Abstract

BACKGROUND: Medical decision-making capacity refers to the ability to make informed decisions about medical treatment. Understanding is the most cognitively demanding aspect of medical decision-making and requires the ability to comprehend medically-related information and then use that information to make decisions about diagnosis, prognosis, and treatment options. In previous papers, we have shown that knowledge about specific cognitive abilities that affect understanding in brain cancer could be used to construct actuarial equations designed to help clinicians identify persons with brain cancer or brain metastases at risk of understanding impairment. METHODS: In total, 184 participants (67 with brain metastasis, 41 with non-brain metastasis, 29 with malignant glioma, and 47 healthy controls) were recruited. All participants were administered a neuropsychological battery that included a performance-based measure of medical decision-making capacity. Impairment cutoffs were calculated from control group performance. Using the cognitive scores that were most highly associated with understanding, logistic and linear regression models were used to construct actuarial equations designed to predict intact/impaired understanding and understanding scores, respectively.
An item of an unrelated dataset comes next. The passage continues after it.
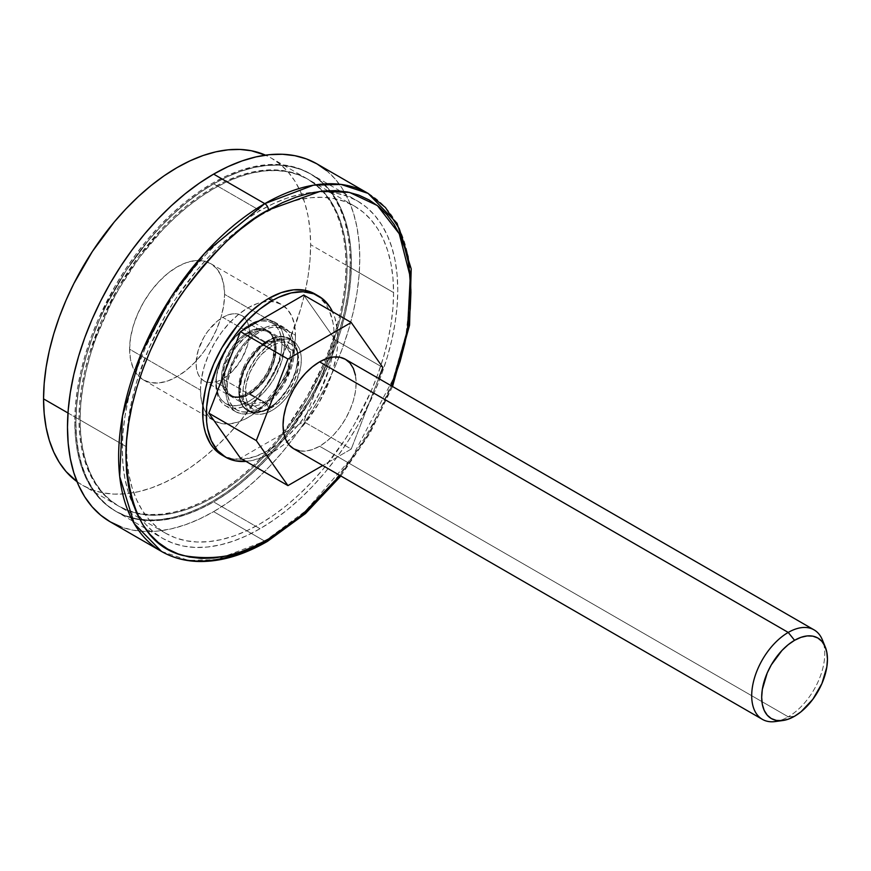 <?xml version="1.0" encoding="UTF-8"?>
<svg xmlns="http://www.w3.org/2000/svg" width="871" height="871" viewBox="0 0 871 871"><rect width="100%" height="100%" fill="white"/><g stroke="black" fill="none" stroke-linecap="round" stroke-linejoin="round"><path stroke-width="0.65" stroke-dasharray="4.36 3.27" d="M775.201 721.558A51.672 29.832 120 0 0 788.233 716.811L794.57 716.245L788.233 716.811A51.672 29.832 -60 0 1 779.207 720.72M272.09 345.831L222.758 317.349A37.725 21.775 120 0 0 198.12 350.588A37.725 21.775 120 0 0 203.901 380.812A37.725 21.775 120 0 0 222.758 378.95L272.09 407.421A37.725 21.775 -60 0 1 253.232 409.294A37.725 21.775 -60 0 1 247.451 379.07A37.725 21.775 -60 0 1 272.09 345.831L261.877 354.062L257.272 359.571L249.912 372.32L245.927 385.722L245.927 397.731L247.451 402.642L249.912 406.539L253.232 409.294L257.272 410.785L261.877 410.97L266.885 409.838L277.294 403.828L282.291 399.19L286.907 393.681L294.267 380.932L298.252 367.529L298.252 355.51L296.728 350.61L294.267 346.712L290.947 343.958L286.907 342.466L282.291 342.281L277.294 343.414L272.09 345.831A37.725 21.775 -60 0 1 290.947 343.958A37.725 21.775 -60 0 1 296.728 374.182A37.725 21.775 -60 0 1 272.09 407.421L222.758 378.95A37.725 21.775 120 0 0 247.408 345.711A37.725 21.775 120 0 0 241.626 315.476A37.725 21.775 120 0 0 222.758 317.349L272.09 345.831M293.756 448.794A51.672 29.832 120 0 0 319.592 446.235L788.233 716.811L319.592 446.235L326.712 441.314L333.571 434.956L339.886 427.411L345.417 418.962L349.968 409.947L353.343 400.704L355.422 391.591L356.119 382.957L355.422 375.129M303.729 295.073L335.368 340.093L328.421 358.014L303.729 421.64L240.45 458.179L303.729 421.64L351.231 449.066L322.716 465.517L351.231 449.066L303.729 421.64L335.368 340.093L382.87 367.508L335.368 340.093L303.729 295.073M378.624 378.471L351.231 449.066L378.624 378.471M299.286 450.851L305.601 451.102L312.46 449.545L319.592 446.235A51.672 29.832 120 0 0 353.343 400.704A51.672 29.832 120 0 0 345.417 359.298M823.639 643.745A51.672 29.832 -60 0 1 788.233 716.811A51.672 29.832 120 0 0 822.366 639.858M222.758 317.349L227.962 314.932L232.971 313.8L237.587 313.985L241.626 315.476L244.936 318.231L247.408 322.139L248.921 327.039L249.433 332.744L247.408 345.711L241.626 359.037L232.971 370.708L222.758 378.95L217.565 381.356L212.557 382.5L207.94 382.315L203.901 380.812L200.591 378.058L198.12 374.16L196.606 369.26L196.095 363.545L198.12 350.588L203.901 337.262L207.94 331.1L217.565 320.942L222.758 317.349M272.09 342.869A41.34 23.865 -60 0 1 292.754 340.822A41.34 23.865 -60 0 1 299.091 373.953A41.34 23.865 -60 0 1 272.09 410.372L268.431 408.27A41.34 23.865 120 0 0 295.443 371.841A41.34 23.865 120 0 0 289.107 338.721A41.34 23.865 120 0 0 268.431 340.768L272.09 342.869L277.795 340.234L283.271 338.982L288.323 339.189L292.754 340.822L296.39 343.838L299.091 348.117L300.756 353.484L301.322 359.745L300.756 366.658L296.39 381.346L288.323 395.314L283.271 401.346L277.795 406.43L272.09 410.372L266.384 413.017L260.908 414.269L255.845 414.063L251.425 412.419L247.789 409.403L245.089 405.135L243.423 399.756L242.857 393.496L243.423 386.593L247.789 371.906L255.845 357.937L266.384 346.81L272.09 342.869L268.431 340.768L274.136 338.122L279.624 336.87L284.675 337.077L289.107 338.721L292.743 341.737L295.443 346.005L297.098 351.383L297.664 357.643L297.098 364.546L295.443 371.841L289.107 386.452L279.624 399.245L274.136 404.329L268.431 408.27L262.737 410.916L257.25 412.157L252.198 411.95L247.767 410.317L244.13 407.301L241.43 403.023L239.765 397.655L239.209 391.395L239.765 384.481L244.13 369.794L252.198 355.825L257.25 349.794L268.431 340.768A41.34 23.865 120 0 0 241.43 377.187A41.34 23.865 120 0 0 247.767 410.317A41.34 23.865 120 0 0 268.431 408.27L272.09 410.372A41.34 23.865 -60 0 1 251.425 412.419A41.34 23.865 -60 0 1 245.089 379.299A41.34 23.865 -60 0 1 272.09 342.869M316.728 295.084A93.012 53.697 120 0 1 328.694 370.164A93.012 53.697 120 0 1 268.431 450.459L255.606 456.404L243.27 459.202L231.893 458.756L221.931 455.065A93.012 53.697 120 0 0 268.431 450.459L272.09 452.561A93.012 53.697 -60 0 1 246.025 461.39L252.993 460.313L265.644 455.925L278.535 448.478L284.915 443.698L297.261 432.256L303.086 425.701L318.59 403.48L330.087 378.939L332.853 370.611L336.587 354.203L337.534 346.277L337.534 331.394L335.019 318.242L332.472 311.666A93.012 53.697 -60 0 1 272.09 452.561L268.431 450.459L281.268 441.586L287.528 436.164L299.439 423.589L310.152 409.13L319.276 393.344L329.194 368.498L331.372 360.224L333.887 344.176L333.887 329.282L332.94 322.455L329.194 310.37L326.44 305.231L319.276 296.989L314.943 293.973M268.431 340.343C259.776 343.969 239.242 366.07 238.839 391.602C239.242 416.665 259.776 415.064 268.431 408.684A5.172 2.983 -120 0 0 264.784 402.358L246.439 404.177L239.035 390.894L242.944 368.858L264.784 342.455A5.172 2.983 -120 0 0 267.364 342.706A5.172 2.983 -120 0 0 268.431 340.343L274.213 337.665L279.765 336.402L284.882 336.609L289.357 338.275L293.037 341.323L295.781 345.656L297.457 351.089L298.034 357.426L295.781 371.808L293.037 379.299L284.882 393.442L274.213 404.699L268.431 408.684L262.661 411.362L257.108 412.625L251.991 412.419L247.506 410.764L243.826 407.704L241.093 403.382L239.405 397.938L238.839 391.602L239.405 384.612L241.093 377.219L247.506 362.434L257.108 349.478L268.431 340.343A5.172 2.983 60 0 1 267.364 342.706A5.172 2.983 60 0 1 264.784 342.455A36.691 21.176 -60 0 1 283.129 340.637A36.691 21.176 -60 0 1 288.747 370.033A36.691 21.176 -60 0 1 264.784 402.358L250.162 393.921A36.691 21.176 120 0 0 274.136 361.596A36.691 21.176 120 0 0 268.508 332.199A36.691 21.176 120 0 0 250.162 334.018L264.784 342.455L250.162 334.018L245.11 337.513L235.758 347.387L228.594 359.777L226.199 366.343L224.228 378.95L224.729 384.503L226.199 389.272L228.594 393.061L231.828 395.739L235.758 397.198L240.244 397.372L245.11 396.272L255.225 390.426L264.577 380.551L268.508 374.563L274.136 361.596L276.107 348.988L275.606 343.435L274.136 338.667L271.741 334.878L268.508 332.199L264.577 330.74L260.091 330.566L255.225 331.666L250.162 334.018A36.691 21.176 120 0 0 226.199 366.343A36.691 21.176 120 0 0 231.828 395.739A36.691 21.176 120 0 0 250.162 393.921L264.784 402.358A36.691 21.176 -60 0 1 246.439 404.177A36.691 21.176 -60 0 1 240.81 374.78A36.691 21.176 -60 0 1 264.784 342.455L283.129 340.637L290.533 353.92L286.624 375.956L264.784 402.358A5.172 2.983 60 0 1 268.431 408.684C277.087 405.069 297.621 382.957 298.034 357.426C297.621 332.374 277.087 333.974 268.431 340.343M161.44 551.397L188.539 560.401L216.062 559.639L264.784 541.163A5.172 2.983 -120 0 0 267.364 541.424M260.026 330.011L250.162 324.306A48.569 28.046 120 0 0 218.436 367.116A48.569 28.046 120 0 0 225.883 406.028A48.569 28.046 120 0 0 250.162 403.621L260.026 409.326A48.569 28.046 -60 0 1 235.747 411.733A48.569 28.046 -60 0 1 228.3 372.81A48.569 28.046 -60 0 1 260.026 330.011L253.33 334.638L246.885 340.615L240.951 347.703L235.747 355.64L228.3 372.81L226.351 381.378L225.687 389.489L226.351 396.849L228.3 403.164L231.479 408.183L235.747 411.733L240.951 413.66L246.885 413.888L253.33 412.429L260.026 409.326L266.733 404.688L273.178 398.711L279.112 391.623L284.316 383.686L291.763 366.517L293.712 357.948L294.376 349.837L293.712 342.477L291.763 336.173L288.584 331.143L284.316 327.605L279.112 325.678L273.178 325.438L266.733 326.897L260.026 330.011A48.569 28.046 -60 0 1 284.316 327.605A48.569 28.046 -60 0 1 291.763 366.517A48.569 28.046 -60 0 1 260.026 409.326L250.162 403.621A48.569 28.046 120 0 0 281.899 360.823A48.569 28.046 120 0 0 274.452 321.9A48.569 28.046 120 0 0 250.162 324.306L260.026 330.011M213.635 501.925A194.799 112.468 120 0 0 340.888 330.272A194.799 112.468 120 0 0 311.023 174.167A194.799 112.468 120 0 0 213.635 183.825L260.026 210.608A194.799 112.468 -60 0 1 357.426 200.961A194.799 112.468 -60 0 1 387.29 357.056A194.799 112.468 -60 0 1 260.026 528.719L213.635 501.925L227.135 493.367L240.505 483.361L253.613 471.995L266.341 459.387L278.557 445.658L290.152 430.938L311.034 399.114L328.16 365.112L335.106 347.714L340.888 330.272L345.439 312.939L348.727 295.911L350.708 279.319L351.372 263.347L350.708 248.137L348.727 233.842L345.439 220.603L340.888 208.539L335.106 197.761L328.16 188.386L320.103 180.493L311.034 174.167L301.018 169.475L290.152 166.448L278.557 165.109L266.341 165.49L253.613 167.58L240.505 171.358L227.135 176.791L213.635 183.825L200.123 192.382L186.753 202.388L173.645 213.754L160.917 226.362L148.701 240.091L126.241 270.369L107.155 303.446L99.098 320.637L92.152 338.035L86.371 355.477L81.82 372.81L78.532 389.838L76.55 406.43L75.886 422.402L76.55 437.612L78.532 451.897L81.82 465.147L86.371 477.21L92.152 487.989L99.098 497.363L107.155 505.256L116.235 511.571L126.241 516.274L137.106 519.301L148.701 520.64L160.917 520.259L173.645 518.169L186.753 514.391L200.123 508.958L213.635 501.925L260.026 528.719A194.799 112.468 -60 0 1 162.637 538.365A194.799 112.468 -60 0 1 132.773 382.271A194.799 112.468 -60 0 1 260.026 210.608L213.635 183.825A194.799 112.468 120 0 0 86.371 355.477A194.799 112.468 120 0 0 116.235 511.571A194.799 112.468 120 0 0 213.635 501.925L200.123 508.958L186.753 514.391L173.645 518.169L160.917 520.259L148.701 520.64L137.106 519.301L126.241 516.274L116.235 511.571L107.155 505.256L99.098 497.363L92.152 487.989L86.371 477.21L81.82 465.147L78.532 451.897L76.55 437.612L75.886 422.402A194.799 112.468 -60 0 1 160.917 226.362A194.799 112.468 -60 0 1 311.023 174.167A194.799 112.468 -60 0 1 351.372 263.347L350.273 262.715A194.799 112.468 120 0 0 309.934 173.536A194.799 112.468 120 0 0 159.818 225.731A194.799 112.468 120 0 0 74.786 421.771L75.886 422.402L76.55 406.43L78.532 389.838L81.82 372.81L86.371 355.477L92.152 338.035L99.098 320.637L107.155 303.446L126.241 270.369L148.701 240.091L160.917 226.362L173.645 213.754L186.753 202.388L200.123 192.382L213.635 183.825L227.135 176.791L240.505 171.358L253.613 167.58L266.341 165.49L278.557 165.109L290.152 166.448L301.018 169.475L311.034 174.167L320.103 180.493L328.16 188.386L335.106 197.761L340.888 208.539L345.439 220.603L348.727 233.842L350.708 248.137L351.372 263.347L350.708 279.319L348.727 295.911L345.439 312.939L340.888 330.272L335.106 347.714L328.16 365.112L320.103 382.304L311.034 399.114L290.152 430.938L278.557 445.658L266.341 459.387L253.613 471.995L240.505 483.361L227.135 493.367L213.635 501.925M110.29 521.871A206.688 119.327 120 0 0 213.635 511.636L264.784 541.163L213.635 511.636A206.688 119.327 120 0 0 348.65 329.499A206.688 119.327 120 0 0 316.968 163.879M339.995 475.49L358.83 449.512L369.195 432.691L378.58 415.304L391.656 385.995L367.769 435.141L339.995 475.49M368.117 193.416A206.688 119.327 -60 0 1 399.8 359.026A206.688 119.327 -60 0 1 264.784 541.163L305.416 511.048L351.884 457.634L393.115 379.037L406.038 334.159L410.916 290.152M326.603 170.585L335.15 178.958L342.521 188.909L348.65 200.341L353.484 213.145L356.968 227.189L359.07 242.367L359.777 258.491L359.07 275.443L356.968 293.037L353.484 311.121L348.65 329.499L342.521 348.008L335.15 366.473L326.603 384.71L316.968 402.544L306.342 419.8L294.823 436.317L282.52 451.929L269.553 466.497L256.052 479.867L242.138 491.93L227.952 502.545L213.635 511.636L199.307 519.094L185.12 524.854L171.206 528.86L157.705 531.07L144.738 531.484L132.436 530.069L120.917 526.857M260.026 528.719L246.526 535.752L233.156 541.174L220.047 544.952L207.32 547.042L195.104 547.424L183.509 546.095L172.643 543.069L162.627 538.365L153.557 532.039L145.501 524.157L138.554 514.772L132.773 504.004L128.222 491.941L124.934 478.691L122.953 464.395L122.288 449.186L122.953 433.214L124.934 416.632L128.222 399.593L132.773 382.271L138.554 364.818L145.501 347.42L162.627 313.429L172.643 297.163L183.509 281.594L195.104 266.874L207.32 253.145L220.047 240.548L233.156 229.182L246.526 219.165L260.026 210.608L273.538 203.585L286.907 198.153L300.016 194.375L312.743 192.284L324.959 191.903L336.554 193.231L347.42 196.258L357.437 200.961L366.506 207.287L374.563 215.17L381.509 224.555L387.29 235.322L391.841 247.386L395.129 260.636L397.111 274.931L397.775 290.141L397.111 306.113L395.129 322.695L391.841 339.734L387.29 357.056L381.509 374.508L374.563 391.906L357.437 425.897L347.42 442.163L336.554 457.732L324.959 472.452L312.743 486.181L300.016 498.789L286.907 510.145L273.538 520.161L260.026 528.719M250.162 403.621L243.466 406.735L237.021 408.194L231.087 407.955L225.883 406.028L221.615 402.489L218.436 397.459L216.476 391.155L215.823 383.795L216.476 375.684L218.436 367.116L225.883 349.946L231.087 342.009L237.021 334.921L243.466 328.944L250.162 324.306L256.869 321.203L263.314 319.744L269.248 319.973L274.452 321.9L278.72 325.449L281.899 330.468L283.848 336.783L284.512 344.143L283.848 352.254L281.899 360.823L274.452 377.992L269.248 385.929L263.314 393.017L256.869 398.994L250.162 403.621M221.484 377.992A37.464 21.633 120 0 0 229.247 395.14A37.464 21.633 120 0 0 258.11 385.113A37.464 21.633 120 0 0 274.463 347.409L275.563 348.041A37.464 21.633 -60 0 1 259.21 385.744A37.464 21.633 -60 0 1 230.336 395.782A37.464 21.633 -60 0 1 222.584 378.624L221.484 377.992L221.996 371.732L225.948 358.427L233.254 345.765L237.837 340.3L242.802 335.683L253.145 329.717L258.11 328.596L262.694 328.77L266.7 330.261L269.999 332.994L272.449 336.87L273.951 341.737L274.463 347.409L272.449 360.278L266.7 373.517L258.11 385.113L247.974 393.289L242.802 395.684L237.837 396.817L233.254 396.632L229.247 395.14L225.948 392.407L223.499 388.542L221.996 383.665L221.484 377.992L222.584 378.624A37.464 21.633 -60 0 1 238.937 340.931A37.464 21.633 -60 0 1 267.8 330.893A37.464 21.633 -60 0 1 275.563 348.041L274.463 347.409A37.464 21.633 120 0 0 266.7 330.261A37.464 21.633 120 0 0 237.837 340.3A37.464 21.633 120 0 0 221.484 377.992M129.594 349.206A67.176 38.781 120 0 0 143.508 379.952A67.176 38.781 120 0 0 195.267 361.955A67.176 38.781 120 0 0 224.587 294.354L295.476 335.281A67.176 38.781 -60 0 1 266.156 402.881A67.176 38.781 -60 0 1 214.386 420.878A67.176 38.781 -60 0 1 200.472 390.121L129.594 349.206L130.508 337.981L133.209 326.124L137.596 314.104L143.508 302.389L150.705 291.415L158.914 281.605L167.831 273.342L177.096 266.929L186.361 262.639L195.267 260.614L203.476 260.941L210.684 263.608L216.585 268.508L220.973 275.454L223.673 284.186L224.587 294.354L223.673 305.579L220.973 317.436L216.585 329.445L210.684 341.171L203.476 352.145L195.267 361.955L186.361 370.219L177.096 376.62L167.831 380.921L158.914 382.946L150.705 382.619L143.508 379.952L137.596 375.053L133.209 368.106L130.508 359.375L129.594 349.206L200.472 390.121A67.176 38.781 -60 0 1 229.802 322.52A67.176 38.781 -60 0 1 281.562 304.534A67.176 38.781 -60 0 1 295.476 335.281L224.587 294.354A67.176 38.781 120 0 0 210.673 263.608A67.176 38.781 120 0 0 158.914 281.605A67.176 38.781 120 0 0 129.594 349.206M346.081 265.143L310.631 244.675A188.855 109.038 120 0 0 271.523 158.228A188.855 109.038 120 0 0 265.481 155.158L271.523 158.228L280.32 164.358L288.127 172.001L294.866 181.092L300.473 191.533L304.883 203.237L308.073 216.073L309.989 229.933L310.631 244.675L346.081 265.143L345.428 280.625L343.512 296.706L340.321 313.222L335.912 330.022L330.305 346.93L323.566 363.806L306.962 396.762L286.722 427.617L275.486 441.891L263.641 455.195L251.294 467.422L238.589 478.44L225.622 488.141L212.535 496.448L199.448 503.253L186.481 508.522L173.764 512.181L161.429 514.206L149.583 514.576L138.337 513.291L127.819 510.352L118.108 505.801L109.3 499.66L101.493 492.017L94.765 482.926L89.158 472.485L84.737 460.781L81.558 447.944L79.631 434.085L78.989 419.343A188.855 109.038 -60 0 1 161.429 229.28A188.855 109.038 -60 0 1 306.962 178.686A188.855 109.038 -60 0 1 346.081 265.143A188.855 109.038 -60 0 1 263.641 455.195A188.855 109.038 -60 0 1 118.108 505.801A188.855 109.038 -60 0 1 78.989 419.343L79.631 403.85L81.558 387.78L84.737 371.264L89.158 354.464L101.493 320.68L118.108 287.724L138.337 256.858L161.429 229.28L173.764 217.064L186.481 206.046L199.448 196.334L212.535 188.038L225.622 181.222L238.589 175.964L251.294 172.295L263.641 170.27L275.486 169.899L286.722 171.195L297.251 174.135L306.962 178.686L315.759 184.815L323.566 192.469L330.305 201.549L335.912 212.001L340.321 223.695L343.512 236.542L345.428 250.402L346.081 265.143M67.982 412.985L78.989 419.343L67.982 412.985M393.572 292.569L347.17 265.775A188.855 109.038 120 0 0 308.062 179.317A188.855 109.038 120 0 0 162.529 229.911A188.855 109.038 120 0 0 80.088 419.974L126.491 446.769A188.855 109.038 -60 0 1 208.931 256.705A188.855 109.038 -60 0 1 354.464 206.111A188.855 109.038 -60 0 1 393.572 292.569L392.93 308.051L391.003 324.132L387.824 340.648L383.403 357.448L377.807 374.356L371.068 391.231L354.464 424.188L344.753 439.953L322.978 469.317L311.132 482.621L298.797 494.848L286.08 505.866L273.124 515.567L260.026 523.863L246.939 530.679L233.983 535.948L221.267 539.606L208.931 541.631L197.075 542.002L185.839 540.717L175.311 537.777L165.599 533.215L156.802 527.086L148.995 519.443L142.256 510.352L136.649 499.91L132.24 488.206L129.05 475.37L127.133 461.51L126.491 446.769L127.133 431.276L129.05 415.195L132.24 398.678L136.649 381.879L148.995 348.095L165.599 315.15L175.311 299.374L197.075 270.01L208.931 256.705L221.267 244.479L233.983 233.461L246.939 223.76L260.026 215.464L273.124 208.648L286.08 203.379L298.797 199.72L311.132 197.695L322.978 197.325L334.224 198.61L344.753 201.549L354.464 206.111L363.261 212.241L371.068 219.884L377.807 228.975L383.403 239.427L387.824 251.12L391.003 263.957L392.93 277.816L393.572 292.569A188.855 109.038 -60 0 1 311.132 482.621A188.855 109.038 -60 0 1 165.599 533.215A188.855 109.038 -60 0 1 126.491 446.769L80.088 419.974A188.855 109.038 120 0 0 119.196 506.432A188.855 109.038 120 0 0 264.73 455.838A188.855 109.038 120 0 0 347.17 265.775L393.572 292.569M216.182 382.325A46.501 26.849 120 0 0 225.818 403.611A46.501 26.849 120 0 0 261.659 391.155A46.501 26.849 120 0 0 281.954 344.35L292.917 350.675A46.501 26.849 -60 0 1 272.612 397.481A46.501 26.849 -60 0 1 236.781 409.936A46.501 26.849 -60 0 1 227.146 388.651L216.182 382.325L227.146 388.651A46.501 26.849 -60 0 1 247.451 341.846A46.501 26.849 -60 0 1 283.282 329.39A46.501 26.849 -60 0 1 292.917 350.675L281.954 344.35A46.501 26.849 120 0 0 272.318 323.065A46.501 26.849 120 0 0 236.487 335.52A46.501 26.849 120 0 0 216.182 382.325L216.814 374.552L221.724 358.025L230.804 342.314L242.65 329.793L249.073 325.362L255.486 322.39L261.659 320.985L267.343 321.214L272.318 323.065L276.412 326.451L279.449 331.263L281.322 337.306L281.954 344.35L281.322 352.124L276.412 368.64L267.343 384.361L261.659 391.155L255.486 396.871L249.073 401.302L242.65 404.286L236.487 405.679L230.804 405.451L225.818 403.611L221.724 400.214L218.686 395.401L216.814 389.359L216.182 382.325M227.146 388.651L227.777 395.695L229.65 401.738L232.688 406.539L236.781 409.936L241.768 411.787L247.451 412.005L253.613 410.611L260.026 407.639L266.45 403.197L272.612 397.481L283.282 383.088L290.413 366.658L292.286 358.449L292.917 350.675L292.286 343.631L290.413 337.589L287.376 332.787L283.282 329.39L278.295 327.54L272.612 327.322L266.45 328.715L260.026 331.699L253.613 336.13L247.451 341.846L241.768 348.64L232.688 364.35L227.777 380.877L227.146 388.651M80.088 419.974L80.731 434.716L82.658 448.576L85.837 461.412L90.257 473.116L95.854 483.557L102.593 492.648L110.399 500.302L119.196 506.432L128.908 510.983L139.436 513.923L150.683 515.218L162.529 514.848L174.864 512.812L187.581 509.154L200.537 503.895L213.635 497.08L226.721 488.773L239.677 479.072L252.394 468.054L264.73 455.838L276.586 442.522L298.35 413.159L308.062 397.394L324.665 364.437L337.012 330.653L341.421 313.854L344.611 297.338L346.527 281.257L347.17 265.775L346.527 251.033L344.611 237.173L341.421 224.326L337.012 212.633L331.405 202.192L324.665 193.101L316.859 185.447L308.062 179.317L298.35 174.766L287.822 171.827L276.586 170.531L264.73 170.901L252.394 172.926L239.677 176.595L226.721 181.854L213.635 188.669L200.537 196.966L187.581 206.677L174.864 217.696L162.529 229.911L139.436 257.489L119.196 288.355L110.399 304.643L95.854 338.177L90.257 355.096L85.837 371.895L82.658 388.412L80.731 404.492L80.088 419.974M351.372 263.347A194.799 112.468 -60 0 1 266.341 459.387A194.799 112.468 -60 0 1 116.235 511.571A194.799 112.468 -60 0 1 75.886 422.402L74.786 421.771A194.799 112.468 120 0 0 115.135 510.939A194.799 112.468 120 0 0 265.241 458.756A194.799 112.468 120 0 0 350.273 262.715L351.372 263.347M74.786 421.771L75.45 436.97L77.432 451.265L80.72 464.515L85.271 476.579L91.052 487.357L97.998 496.731L106.055 504.614L115.135 510.939L125.152 515.643L136.007 518.67L147.602 519.998L159.818 519.617L172.545 517.526L185.665 513.748L199.034 508.326L212.535 501.293L226.035 492.736L239.405 482.719L252.514 471.363L265.241 458.756L277.468 445.027L289.063 430.307L309.934 398.472L319.015 381.672L334.018 347.083L339.788 329.641L344.35 312.308L347.627 295.269L349.619 278.687L350.273 262.715L349.619 247.506L347.627 233.21L344.35 219.971L339.788 207.897L334.018 197.129L327.06 187.755L319.015 179.862L309.934 173.536L299.918 168.843L289.063 165.806L277.468 164.477L265.241 164.859L252.514 166.949L239.405 170.727L226.035 176.16L212.535 183.182L199.034 191.751L185.665 201.756L172.545 213.123L159.818 225.731L147.602 239.46L136.007 254.18L125.152 269.738L115.135 286.004L97.998 319.995L91.052 337.404L85.271 354.845L80.72 372.167L77.432 389.206L75.45 405.799L74.786 421.771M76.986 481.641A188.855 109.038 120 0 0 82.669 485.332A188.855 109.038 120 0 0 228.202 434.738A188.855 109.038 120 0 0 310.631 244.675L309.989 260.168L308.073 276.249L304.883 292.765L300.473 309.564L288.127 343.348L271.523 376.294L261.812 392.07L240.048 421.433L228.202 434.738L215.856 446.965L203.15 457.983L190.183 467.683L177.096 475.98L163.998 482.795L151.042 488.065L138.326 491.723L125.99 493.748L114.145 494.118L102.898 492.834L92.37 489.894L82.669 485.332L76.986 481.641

RESULTS: As expected, both brain cancer groups had poorer understanding than controls and approximately 50% of both brain cancer groups exhibited impaired understanding. Over 24% of the non-brain metastasis group exhibited impaired understanding. Significant associations were found between understanding and all administered cognitive variables, with the strongest correlations noted as between understanding and measures of executive function, verbal memory, and verbal fluency. Using these cognitive variables, we were able to construct predictive equations that showed strong psychometric properties. CONCLUSIONS: These data demonstrate how cognitive measures can estimate medical understanding in persons with cancer. Clinically, these findings suggest that poor verbal memory, executive function, and/or phonemic fluency function could serve as “red flags” for reduced consent capacity in this patient population, and thus signal that a more comprehensive medical decision-making capacity evaluation is warranted.